## REQUIREMENT
Among the records below, find the lines with the word "shown" and copy them.

## INPUT
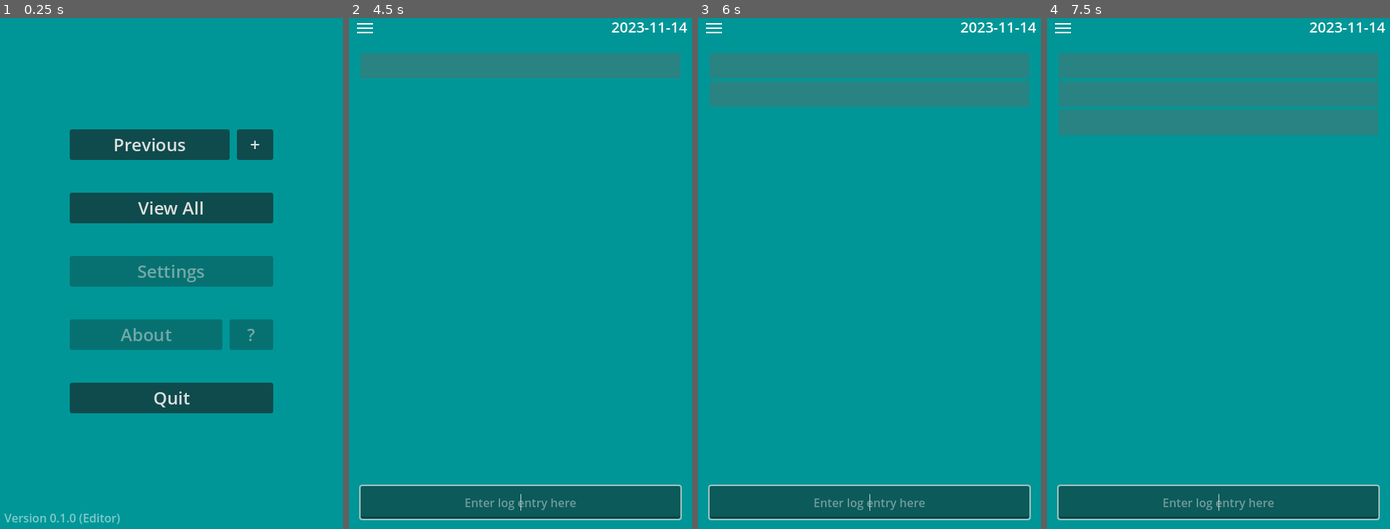
Above: before the commit, frames 1-4 (left to right).
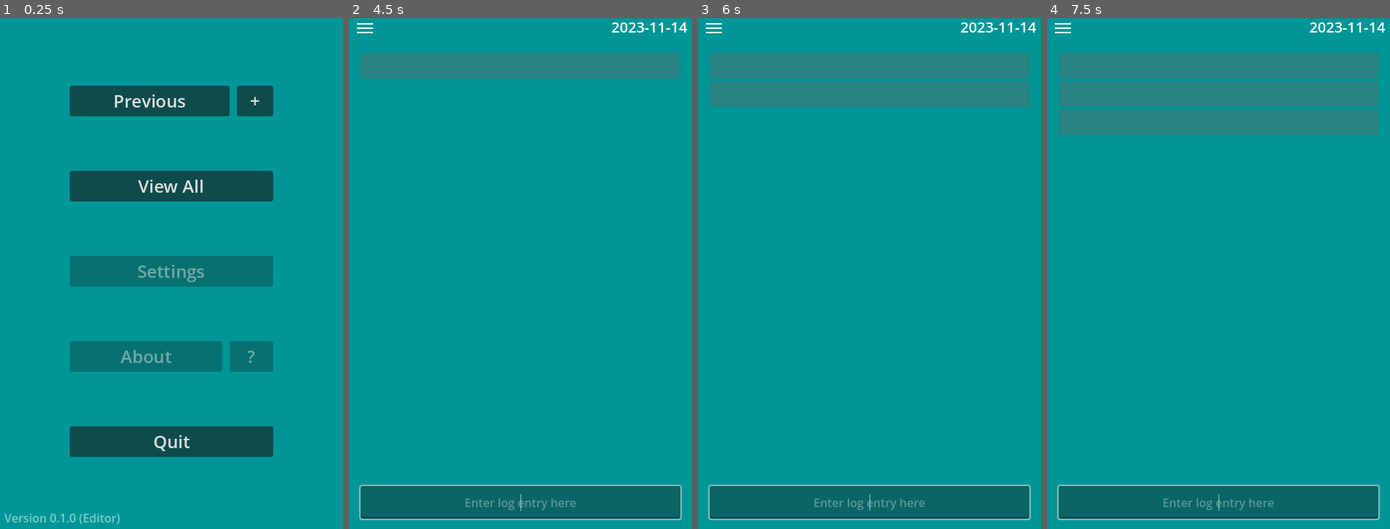
Above: after the commit, the same moments.

Repository: sandorex/timelogger
Game: Godot game, scene res://scenes/ui/menu.tscn
Same seed, same stepped clock (60 frames per second), same inputs: the game is played once before the commit and once after it.
Inputs (mouse positions are in pixels of both pictures, inside the frame that each line leads up to):
- Up to frame 1 (0.25 s): no input
- Up to frame 2 (4.5 s): click "Previous" at 0.5 s; click (520, 503) at 1.27 s; type "12" at 1.35 s; click (366, 28) at 2 s; click "+" at 2.75 s; tap Enter (enter) at 3.5, 3.6, 4.35 s; move the mouse to (595, 242) at 3.52 s; click (595, 242) at 3.67 s; tap Space at 4.25 s; move the mouse to (451, 299) at 4.27 s; click (451, 299) at 4.42 s
- Up to frame 3 (6 s): tap Enter (enter) at 5, 5.1, 5.85 s; move the mouse to (903, 155) at 5.02 s; click (903, 155) at 5.17 s; tap Space at 5.75 s; move the mouse to (852, 375) at 5.77 s; click (852, 375) at 5.92 s
- Up to frame 4 (7.5 s): tap Enter (enter) at 6.5, 6.6, 7.35 s; move the mouse to (1324, 350) at 6.52 s; click (1324, 350) at 6.67 s; tap Space at 7.25 s; move the mouse to (1112, 191) at 7.27 s; click (1112, 191) at 7.42 s

The runs differ from the first frame. In frame 1, 24% of the frame differs, in the area x 20-80%, y 13-86%; in frame 2, 0.6%; in frame 3, 0.6%; in frame 4, 0.6%.

Commit message:
Made it work with android keyboard
- Now whole UI scales with virtual keyboard in edit_collection scene
- Removed double touch to push log entry
- Added nice icons form IconKitchen
- Added script to generate debug keystore

Diff:
--- /dev/null
+++ b/app_icon/ios/Contents.json
@@ -0,0 +1,134 @@
+{
+  "images": [
+    {
+      "filename": "AppIcon@2x.png",
+      "idiom": "iphone",
+      "scale": "2x",
+      "size": "60x60"
+    },
+    {
+      "filename": "AppIcon@3x.png",
+      "idiom": "iphone",
+      "scale": "3x",
+      "size": "60x60"
+    },
+    {
+      "filename": "AppIcon~ipad.png",
+      "idiom": "ipad",
+      "scale": "1x",
+      "size": "76x76"
+    },
+    {
+      "filename": "AppIcon@2x~ipad.png",
+      "idiom": "ipad",
+      "scale": "2x",
+      "size": "76x76"
+    },
+    {
+      "filename": "AppIcon-83.5@2x~ipad.png",
+      "idiom": "ipad",
+      "scale": "2x",
+      "size": "83.5x83.5"
+    },
+    {
+      "filename": "AppIcon-40@2x.png",
+      "idiom": "iphone",
+      "scale": "2x",
+      "size": "40x40"
+    },
+    {
+      "filename": "AppIcon-40@3x.png",
+      "idiom": "iphone",
+      "scale": "3x",
+      "size": "40x40"
+    },
+    {
+      "filename": "AppIcon-40~ipad.png",
+      "idiom": "ipad",
+      "scale": "1x",
+      "size": "40x40"
+    },
+    {
+      "filename": "AppIcon-40@2x~ipad.png",
+      "idiom": "ipad",
+      "scale": "2x",
+      "size": "40x40"
+    },
+    {
+      "filename": "AppIcon-20@2x.png",
+      "idiom": "iphone",
+      "scale": "2x",
+      "size": "20x20"
+    },
+    {
+      "filename": "AppIcon-20@3x.png",
+      "idiom": "iphone",
+      "scale": "3x",
+      "size": "20x20"
+    },
+    {
+      "filename": "AppIcon-20~ipad.png",
+      "idiom": "ipad",
+      "scale": "1x",
+      "size": "20x20"
+    },
+    {
+      "filename": "AppIcon-20@2x~ipad.png",
+      "idiom": "ipad",
+      "scale": "2x",
+      "size": "20x20"
+    },
+    {
+      "filename": "AppIcon-29.png",
+      "idiom": "iphone",
+      "scale": "1x",
+      "size": "29x29"
+    },
+    {
+      "filename": "AppIcon-29@2x.png",
+      "idiom": "iphone",
+      "scale": "2x",
+      "size": "29x29"
+    },
+    {
+      "filename": "AppIcon-29@3x.png",
+      "idiom": "iphone",
+      "scale": "3x",
+      "size": "29x29"
+    },
+    {
+      "filename": "AppIcon-29~ipad.png",
+      "idiom": "ipad",
+      "scale": "1x",
+      "size": "29x29"
+    },
+    {
+      "filename": "AppIcon-29@2x~ipad.png",
+      "idiom": "ipad",
+      "scale": "2x",
+      "size": "29x29"
+    },
+    {
+      "filename": "AppIcon-60@2x~car.png",
+      "idiom": "car",
+      "scale": "2x",
+      "size": "60x60"
+    },
+    {
+      "filename": "AppIcon-60@3x~car.png",
+      "idiom": "car",
+      "scale": "3x",
+      "size": "60x60"
+    },
+    {
+      "filename": "AppIcon~ios-marketing.png",
+      "idiom": "ios-marketing",
+      "scale": "1x",
+      "size": "1024x1024"
+    }
+  ],
+  "info": {
+    "author": "iconkitchen",
+    "version": 1
+  }
+}
--- a/icon.svg
+++ /dev/null
@@ -1 +0,0 @@
-<svg height="128" width="128" xmlns="http://www.w3.org/2000/svg"><rect x="2" y="2" width="124" height="124" rx="14" fill="#363d52" stroke="#212532" stroke-width="4"/><g transform="scale(.101) translate(122 122)"><g fill="#fff"><path d="M105 673v33q407 354 814 0v-33z"/><path d="m105 673 152 14q12 1 15 14l4 67 132 10 8-61q2-11 15-15h162q13 4 15 15l8 61 132-10 4-67q3-13 15-14l152-14V427q30-39 56-81-35-59-83-108-43 20-82 47-40-37-88-64 7-51 8-102-59-28-123-42-26 43-46 89-49-7-98 0-20-46-46-89-64 14-123 42 1 51 8 102-48 27-88 64-39-27-82-47-48 49-83 108 26 42 56 81zm0 33v39c0 276 813 276 814 0v-39l-134 12-5 69q-2 10-14 13l-162 11q-12 0-16-11l-10-65H446l-10 65q-4 11-16 11l-162-11q-12-3-14-13l-5-69z" fill="#478cbf"/><path d="M483 600c0 34 58 34 58 0v-86c0-34-58-34-58 0z"/><circle cx="725" cy="526" r="90"/><circle cx="299" cy="526" r="90"/></g><g fill="#414042"><circle cx="307" cy="532" r="60"/><circle cx="717" cy="532" r="60"/></g></g></svg>
--- a/project.godot
+++ b/project.godot
@@ -10,12 +10,20 @@
 
 [application]
 
-config/name="timelogger"
+config/name="Timelogger"
+config/name_localized={
+"en": "Timelogger"
+}
+config/description="Simple time logging application with reverse notation where you write down what you've done after you change the task, be it taking a break or drawing."
 config/version="0.1.0"
 run/main_scene="res://scenes/ui/menu.tscn"
+config/use_custom_user_dir=true
+config/custom_user_dir_name="timelogger"
 config/quit_on_go_back=false
 config/features=PackedStringArray("4.2", "GL Compatibility")
-config/icon="res://icon.svg"
+run/max_fps=60
+config/icon="res://app_icon/web/icon-512.png"
+config/windows_native_icon="res://app_icon/web/favicon.ico"
 
 [autoload]
 
@@ -25,7 +33,10 @@
 
 window/size/viewport_width=480
 window/size/viewport_height=720
-window/handheld/orientation=6
+window/stretch/mode="canvas_items"
+window/stretch/aspect="expand"
+window/handheld/orientation=1
+window/ios/allow_high_refresh_rate=false
 
 [input]
 
@@ -34,17 +45,9 @@
 "events": [Object(InputEventKey,"resource_local_to_scene":false,"resource_name":"","device":-1,"window_id":0,"alt_press …(182 unchanged characters)…
 ]
 }
-force-enter={
-"deadzone": 0.5,
-"events": [Object(InputEventKey,"resource_local_to_scene":false,"resource_name":"","device":-1,"window_id":0,"alt_pressed":false,"shift_pressed":true,"ctrl_pressed":false,"meta_pressed":false,"pressed":false,"keycode":0,"physical_keycode":4194309,"key_label":0,"unicode":0,"echo":false,"script":null)
-]
-}
-
-[input_devices]
-
-pointing/emulate_mouse_from_touch=false
 
 [rendering]
 
 renderer/rendering_method="gl_compatibility"
 renderer/rendering_method.mobile="gl_compatibility"
+textures/vram_compression/import_etc2_astc=true
--- a/scenes/ui/edit_collection.gd
+++ b/scenes/ui/edit_collection.gd
@@ -9,6 +9,8 @@
 
 func _init() -> void:
 	Globals.collection.log_entry_added.connect(self._on_log_added)
+
+	# TODO set size so android phones with cutouts or cameras show nicely
 
 func _ready() -> void:
 	self.date_label.text = Globals.collection.name
@@ -48,20 +50,15 @@
 func _process(_delta: float) -> void:
 	self.refresh_screen()
 
+	# adapt to virtual keyboard
+	if DisplayServer.has_feature(DisplayServer.FEATURE_VIRTUAL_KEYBOARD):
+		var keyboard_height := DisplayServer.virtual_keyboard_get_height()
+		self.size.y = get_viewport_rect().size.y - keyboard_height / get_viewport_transform().get_scale().y
+
 func _input(event: InputEvent) -> void:
-	if event is InputEventScreenTouch:
-		# push log on double tap
-		if event.double_tap:
-			if self.line_edit.text:
-				self.push_log()
-	else:
-		if event.is_pressed():
-			# allow pushing empty log with force-enter action
-			if event.is_action("force-enter"):
-				self.push_log()
-			elif event.is_action("enter"):
-				if self.line_edit.text:
-					self.push_log()
+	if event.is_pressed() and event.is_action("enter"):
+		if self.line_edit.text:
+			self.push_log()
 
 func push_log() -> void:
 	Globals.collection.add(LogEntry.create_entry(self.line_edit.text))
@@ -71,7 +68,7 @@
 func _on_line_edit_text_changed(new_text: String) -> void:
 	# highlight that the log is a break by making line edit transparent
 	if new_text.begins_with(" "):
-		self.line_edit.modulate.a = 0.8
+		self.line_edit.modulate.a = 0.65
 	else:
 		self.line_edit.modulate.a = 1
 
--- a/scenes/ui/menu.tscn
+++ b/scenes/ui/menu.tscn
@@ -39,17 +39,15 @@
 custom_minimum_size = Vector2(280, 0)
 layout_mode = 1
 anchors_preset = -1
-anchor_left = 0.208
-anchor_top = 0.229
-anchor_right = 0.792
-anchor_bottom = 0.771
-offset_left = 120.16
-offset_top = 175.12
-offset_right = -120.16
-offset_bottom = -175.12
+anchor_right = 1.0
+anchor_bottom = 1.0
+offset_left = 220.0
+offset_top = 340.0
+offset_right = -220.0
+offset_bottom = -340.0
 grow_horizontal = 2
 grow_vertical = 2
-theme_override_constants/separation = 45
+theme_override_constants/separation = 75
 
 [node name="HBoxContainer" type="HBoxContainer" parent="VBoxContainer"]
 layout_mode = 2
Not shown, added: app_icon/IconKitchen.txt
Binary file added: app_icon/android/play_store_512.png
Not shown, added: app_icon/android/play_store_512.png.import
Not shown, added: app_icon/android/res/mipmap-anydpi-v26/ic_launcher.xml
Binary file added: app_icon/android/res/mipmap-hdpi/ic_launcher.png
Not shown, added: app_icon/android/res/mipmap-hdpi/ic_launcher.png.import
Binary file added: app_icon/android/res/mipmap-hdpi/ic_launcher_background.png
Not shown, added: app_icon/android/res/mipmap-hdpi/ic_launcher_background.png.import
Binary file added: app_icon/android/res/mipmap-hdpi/ic_launcher_foreground.png
Not shown, added: app_icon/android/res/mipmap-hdpi/ic_launcher_foreground.png.import
Binary file added: app_icon/android/res/mipmap-hdpi/ic_launcher_monochrome.png
Not shown, added: app_icon/android/res/mipmap-hdpi/ic_launcher_monochrome.png.import
(and 89 more such lines)

## EXERCISE RESPONSE
Not shown, added: app_icon/IconKitchen.txt
Not shown, added: app_icon/android/play_store_512.png.import
Not shown, added: app_icon/android/res/mipmap-anydpi-v26/ic_launcher.xml
Not shown, added: app_icon/android/res/mipmap-hdpi/ic_launcher.png.import
Not shown, added: app_icon/android/res/mipmap-hdpi/ic_launcher_background.png.import
Not shown, added: app_icon/android/res/mipmap-hdpi/ic_launcher_foreground.png.import
Not shown, added: app_icon/android/res/mipmap-hdpi/ic_launcher_monochrome.png.import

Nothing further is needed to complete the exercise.